Твен гулял по знаменитой улице Нового Орлеана — Бурбон-стрит и вспоминал, как недалеко отсюда, на соседней улочке, писал портреты. Портреты людей, проходивших мимо него и останавливавшихся ненадолго посмотреть, как он пишет. Он смотрел на людей и считывал с их лиц эмоции. Если они улыбались, он улыбался им в ответ. Если грустили, он тоже делал печальное лицо. Он был зеркалом, в которое незнакомые люди смотрели, пытаясь увидеть себя. Когда он писал чей-то портрет, то не знал ни прошлого, ни настоящего человека, который сидел напротив него. Разговаривать категорически запрещалось, поэтому Твену оставалось догадываться, что в голове у человека, которого он писал.
Весь год, что Твен жил в горах, он не писал портреты, но писал пейзажи. Великолепные пейзажи гор и лесов, простиравшихся у подножия. Или солнце, которое торопилось зайти за снежный покров горы, но раздавало своё тепло и свет всему живому. Он рисовал горные реки, которые бурным потоком уносили за собой всё, что попадало в их цепкие мокрые лапы; животных и птиц, обитавших в этом диком месте, где нет людей, и они царствовали здесь одни, не боясь оказаться добычей.

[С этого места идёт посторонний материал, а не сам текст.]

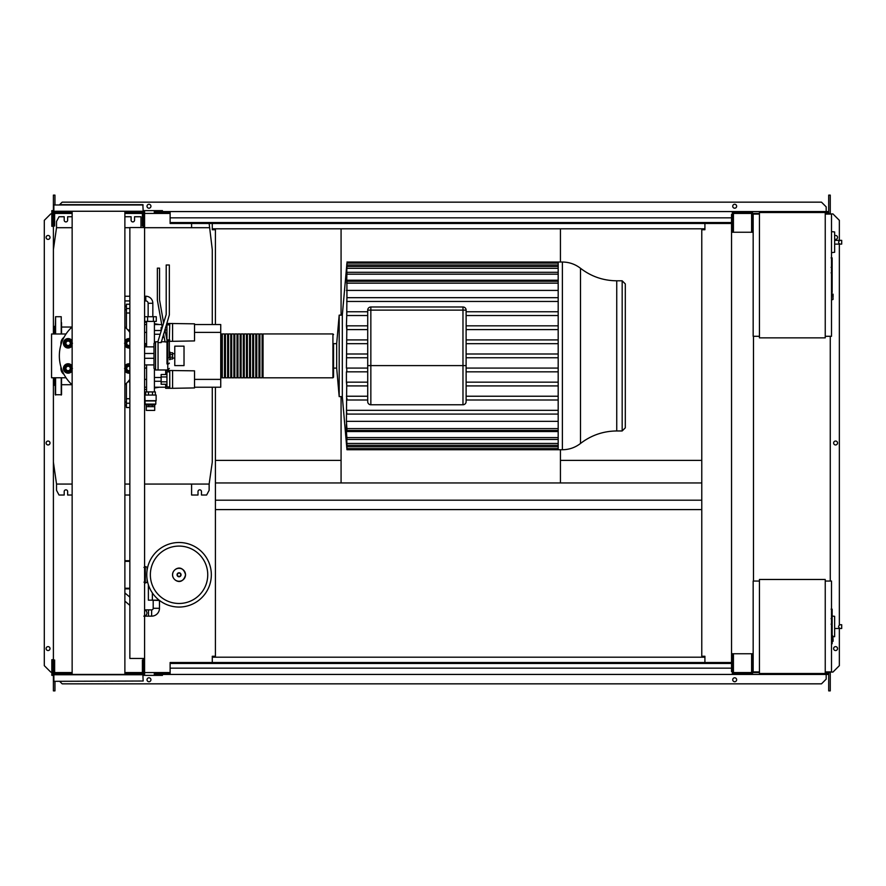 <?xml version="1.0" encoding="UTF-8"?>
<svg xmlns="http://www.w3.org/2000/svg" width="886" height="886" viewBox="0 0 886 886"><rect width="100%" height="100%" fill="white"/><g stroke="black" fill="none" stroke-linecap="round" stroke-linejoin="round"><path stroke-width="1.33" d="M832.142 609.424L832.142 617.974M832.142 609.823L831.511 609.823M831.511 619.236L832.142 619.236L832.142 624.165L831.511 624.098M832.142 621.872L831.511 621.872M831.511 627.908L832.142 627.908L832.142 624.708L831.511 624.708M832.142 627.908L832.142 643.79L831.511 643.79M832.142 641.065L831.511 641.065M832.142 640.633L831.511 640.633M832.142 637.211L831.511 637.211M832.142 635.14L831.511 635.14M832.142 634.243L831.511 634.243M832.142 631.607L831.511 631.607M832.142 258.125L832.142 266.675M832.142 258.524L831.511 258.524M831.511 267.937L832.142 267.937L832.142 272.866L831.511 272.799M832.142 270.573L831.511 270.573M831.511 276.609L832.142 276.609L832.142 273.409L831.511 273.409M832.142 276.609L832.142 292.48L831.511 292.48M832.142 289.766L831.511 289.766M832.142 289.323L831.511 289.323M832.142 285.912L831.511 285.912M832.142 283.841L831.511 283.841M832.142 282.944L831.511 282.944M832.142 280.297L831.511 280.297M153.2 600.475L153.2 608.305A1.562 1.562 0 0 1 151.628 609.878L148.505 609.878L148.505 616.147L151.628 616.147A7.83 7.83 0 0 0 159.469 608.305L159.469 600.475M144.584 609.568L145.825 610.62A3.134 3.134 0 0 1 144.584 616.047M159.524 600.475L151.163 600.165M145.825 610.62A3.134 3.134 0 0 1 146.19 615.028A3.134 3.134 0 0 0 145.825 610.62M152.359 592.911L152.359 600.165L159.115 600.165M148.372 584.804L148.372 600.165L152.359 600.165M152.835 316.712L152.835 303.278A7.055 7.055 0 0 0 145.791 296.223L145.791 300.93A2.348 2.348 0 0 1 148.139 303.278L148.139 316.712M825.243 581.05L831.511 581.05L831.511 671.92L825.243 671.92M825.243 579.477L825.243 673.493L759.435 673.493L759.435 579.477L825.243 579.477M759.435 671.92L753.166 671.92L753.166 581.05L759.435 581.05M834.645 634.431L834.645 618.771M840.127 628.484C838.101 627.233 838.101 625.97 840.127 624.719L841.7 624.719L841.7 628.484L834.8 628.484M840.127 624.719L841.7 624.719M833.084 636.824L834.645 636.657L834.645 616.313L832.142 616.058M833.084 638.706L833.084 641.209L833.084 638.706M147.63 567.417L145.304 566.564L145.304 582.988L143.953 582.146M147.63 582.146L145.304 582.988M147.087 567.417L147.087 570.285M147.087 579.267L147.087 582.146M211.333 574.781A32.284 32.284 0 0 1 179.05 607.054A32.284 32.284 0 0 1 146.777 574.781A32.284 32.284 0 0 1 179.05 542.498A32.284 32.284 0 0 1 211.333 574.781A32.284 32.284 0 0 0 179.05 542.498A32.284 32.284 0 0 0 146.777 574.781M179.05 546.086A28.695 28.695 0 0 1 207.745 574.781A28.695 28.695 0 0 1 179.05 603.477A28.695 28.695 0 0 1 150.354 574.781A28.695 28.695 0 0 1 179.05 546.086M129.854 560.705L124.882 560.705M124.882 588.847L129.854 588.847M153.389 316.712L153.389 321.408L156.279 321.408L156.279 316.712L144.695 316.712L144.695 321.408L147.597 321.408L147.597 316.712M153.389 321.408L147.597 321.408M194.521 377.347L194.521 381.423M165.693 374.501L165.693 370.448L194.521 370.835L194.521 387.935L172.582 388.312L172.582 370.448M165.693 384.269L165.693 388.312L169.758 388.312L169.758 370.448M166.945 376.938L161.141 376.938L161.141 384.269L166.945 384.269M166.945 381.822L161.141 381.822M166.945 374.501L161.141 374.501L161.141 376.938M169.758 386.905L166.945 386.905L166.945 371.865L169.758 371.865M169.758 388.312L172.582 388.312M194.521 330.334L194.521 334.41M166.745 323.445L194.521 323.833L194.521 340.922L172.582 341.309L172.582 323.445M165.693 326.912L165.693 327.488M169.27 341.309L169.758 323.445M161.485 329.935L161.141 331.054M166.945 334.819L165.937 334.819M166.945 329.935L164.973 329.935M164.176 337.256L162.526 337.256M166.945 327.488L165.516 327.488M162.238 327.488L161.141 327.488L161.141 329.935M169.758 339.903L166.945 339.903L166.945 324.852L169.758 324.852M169.758 341.309L172.582 341.309M146.279 405.079L154.707 405.013L146.256 405.079L146.256 406.652L154.718 406.652L154.707 410.406L146.279 410.406L146.279 406.652M146.279 405.013L145.16 404.082L144.85 395.056L156.135 395.056L156.135 400.693L144.85 400.693M154.707 405.013L155.814 404.082L145.16 404.082M155.814 404.082L155.814 400.948L145.16 400.948M155.349 395.056L155.349 391.922L145.636 391.922L145.636 395.056M148.483 395.056L148.483 391.922M152.503 395.056L152.503 391.922M154.718 405.079L154.718 406.652M148.737 405.079L148.737 406.652M152.237 405.079L152.237 406.652M144.584 343.602A1.883 1.883 0 0 1 145.16 344.964L145.16 346.858M154.408 391.922L154.408 381.268L161.141 381.268M146.578 391.922L146.578 364.91M146.578 346.858L146.578 321.408M154.408 342.273L154.408 321.408M154.408 381.268L154.408 369.484M154.408 330.5L161.141 330.5M154.408 334.255L160.167 334.255M154.408 377.502L161.141 377.502M169.337 359.638L170.079 359.638L170.079 352.119L169.337 352.119M170.079 359.018L172.582 359.018L172.582 354.577L170.079 354.577M172.582 354.577L172.582 352.75L170.079 352.75M172.582 357.18L170.079 357.18M174.775 365.597L174.775 346.16L184.022 346.16L184.022 365.597L174.775 365.597M834.645 250.073L834.645 234.402M840.127 244.115C838.101 242.864 838.101 241.612 840.127 240.361L841.7 240.361L841.7 244.115L834.8 244.115M840.127 240.361L834.8 240.361M831.511 252.621L834.645 252.288L834.645 231.955L831.511 231.623M833.084 296.81L833.084 294.296L833.084 296.81M825.243 212.507L825.243 337.865L759.435 337.865L759.435 212.507L825.243 212.507M759.435 336.292L753.166 336.292L753.166 214.08L759.435 214.08M825.243 214.08L831.511 214.08L831.511 336.292L825.243 336.292M129.854 227.547L129.854 658.453L144.584 658.453L144.584 227.547L129.854 227.547M144.584 227.547L144.584 214.235L143.333 214.235M143.333 227.547L143.333 225.985L142.391 225.985L142.391 212.507L124.882 212.507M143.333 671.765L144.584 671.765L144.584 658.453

Проживая каждый день, Твен чувствовал единение с природой, находясь в этом девственном, не тронутом людьми царстве природы. Это был другой мир, где не должен жить человек, дабы не испортить здесь всё своим нахождением и вредительством. Он уехал отсюда наполненный гармонией и любовью. Его чаша была полна, и Твен готов был делиться этой любовью со всем миром. Поэтому он и вернулся в Новый Орлеан — к брату, к людям, которым хотел показать любовь через картины, которые написал. Это был совершенно новый Твен, и его работы разительно отличались от тех, что были созданы до путешествия в горы. Те, другие картины, источали страх и боль, отчаяние и грусть. Поэтому его выставки проваливались несколько раз. Но сейчас всё будет иначе. Он это чувствовал!